| Provided records |
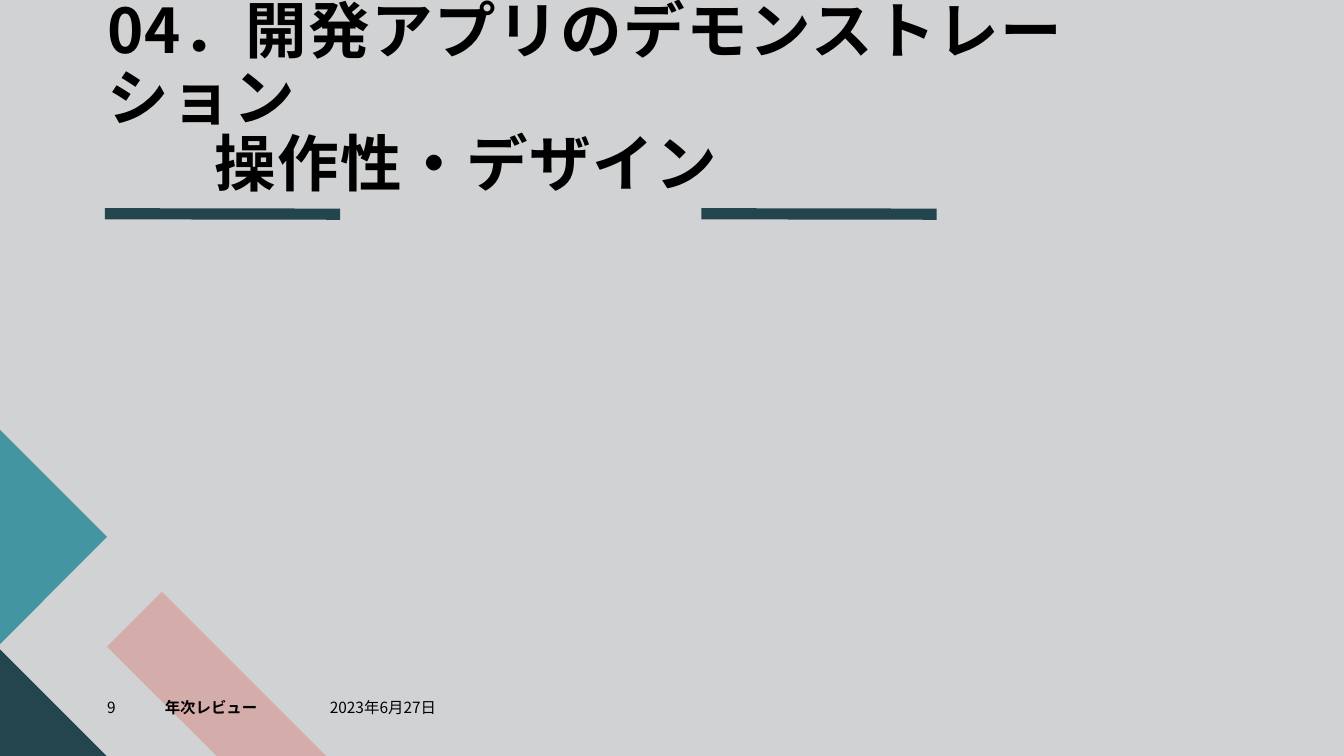
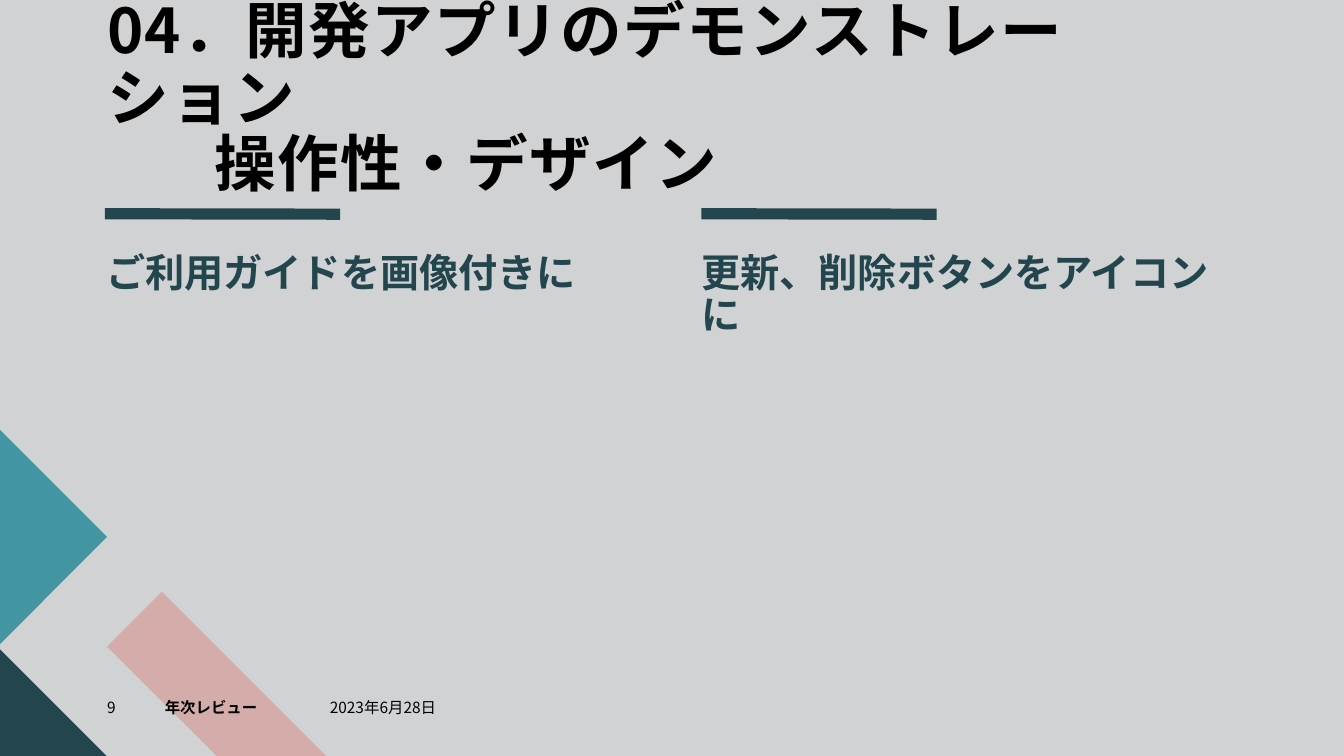
Before and after one commit to dojo2023/C-5, a slide deck: slide 9 of doc/SubsKeeper.pptx. Drawn at 1344x756 pixels with LibreOffice and Linux fonts; fonts in the diff are those of the drawing. Boxes give left, top, right and bottom in pixels: in the first picture for what was removed or moved away, otherwise in the second. Text is boxed around its words. In the diff, an @@ line names an element or a change of style, - is before the commit and + after.

```diff
--- a/doc/SubsKeeper.pptx
+++ b/doc/SubsKeeper.pptx
@@ text added at (106, 253, 576, 291), 28 pt, text #23454D, bold @@
+ご利用ガイドを画像付きに
@@ text added at (701, 253, 1208, 291), 28 pt, text #23454D, bold @@
+更新、削除ボタンをアイコンに
@@ text at (330, 700, 436, 715): text changed @@
-2023年6月27日
+2023年6月28日
```
Also in this commit, not shown: 16 other slides changed.

| Directions |
In the records above, find each line with the word "bold" and copy it.

| Response to the task |
@@ text added at (106, 253, 576, 291), 28 pt, text #23454D, bold @@
@@ text added at (701, 253, 1208, 291), 28 pt, text #23454D, bold @@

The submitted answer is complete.